───── Records provided ─────

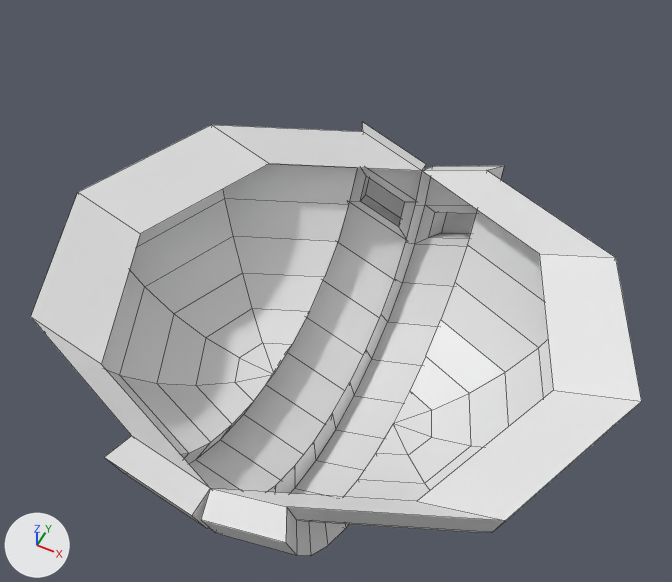
The FBX model UnityGame/Assets/Models/spaceship.fbx, before and after one commit.
The view is the same before and after, from a 50 mm camera at (1.18, -2.32, 2.82) aimed at (0.02, 0.0, -0.09). Lighting does not change. The marker at lower left points along +X, +Y and +Z. Mesh edges are drawn as thin lines.
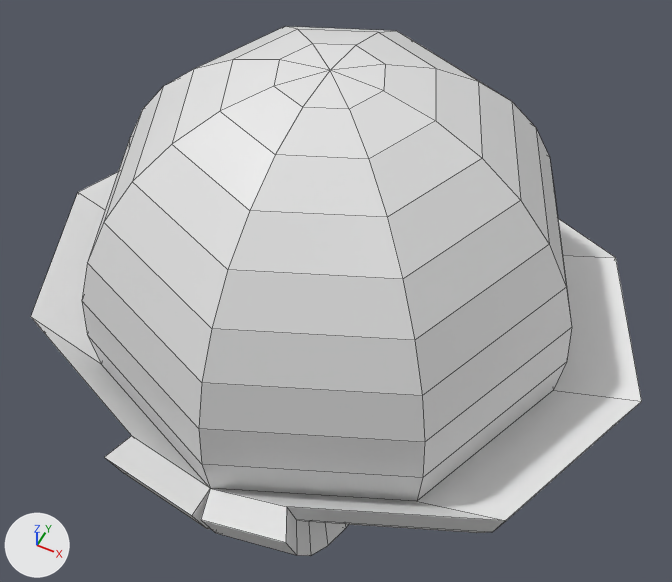
Location of each change, [x1, y1, x2, y2] in pixels of the pictures (672 x 582 px):
'Sphere.001', added: after [82, 26, 572, 501]
'Sphere', unchanged, covered by the edit: before [31, 122, 642, 556]; after [31, 172, 642, 556]

The change, as a list of edits to the scene's bpy script:
```text
Add mat_material_003:
    mat_material_003 = principled_material('Material.003')
    mat_material_003.base_color = (0.8, 0.8, 0.8)  # white #e7e7e7
    mat_material_003.roughness = 0.368
Add me_sphere_003:
    me_sphere_003.from_pydata(...)  # 73 vertices, 72 faces; spans x -1.0..1.0, y -1.0..1.0, z -0.2..1.0
    me_sphere_003.materials.append(mat_material_003)  # white #e7e7e7
Add ob_sphere_001:
    ob_sphere_001 = bpy.data.objects.new('Sphere.001', me_sphere_003)
    ob_sphere_001.location = (0.0, 0.0, 0.0)
```

─────

> _Aim of the exercise_:
Without changing a word, transcribe all of the data and omit its images.

> _Solved problem_:
The FBX model UnityGame/Assets/Models/spaceship.fbx, before and after one commit.
The view is the same before and after, from a 50 mm camera at (1.18, -2.32, 2.82) aimed at (0.02, 0.0, -0.09). Lighting does not change. The marker at lower left points along +X, +Y and +Z. Mesh edges are drawn as thin lines.
Location of each change, [x1, y1, x2, y2] in pixels of the pictures (672 x 582 px):
'Sphere.001', added: after [82, 26, 572, 501]
'Sphere', unchanged, covered by the edit: before [31, 122, 642, 556]; after [31, 172, 642, 556]

The change, as a list of edits to the scene's bpy script:
```text
Add mat_material_003:
    mat_material_003 = principled_material('Material.003')
    mat_material_003.base_color = (0.8, 0.8, 0.8)  # white #e7e7e7
    mat_material_003.roughness = 0.368
Add me_sphere_003:
    me_sphere_003.from_pydata(...)  # 73 vertices, 72 faces; spans x -1.0..1.0, y -1.0..1.0, z -0.2..1.0
    me_sphere_003.materials.append(mat_material_003)  # white #e7e7e7
Add ob_sphere_001:
    ob_sphere_001 = bpy.data.objects.new('Sphere.001', me_sphere_003)
    ob_sphere_001.location = (0.0, 0.0, 0.0)
```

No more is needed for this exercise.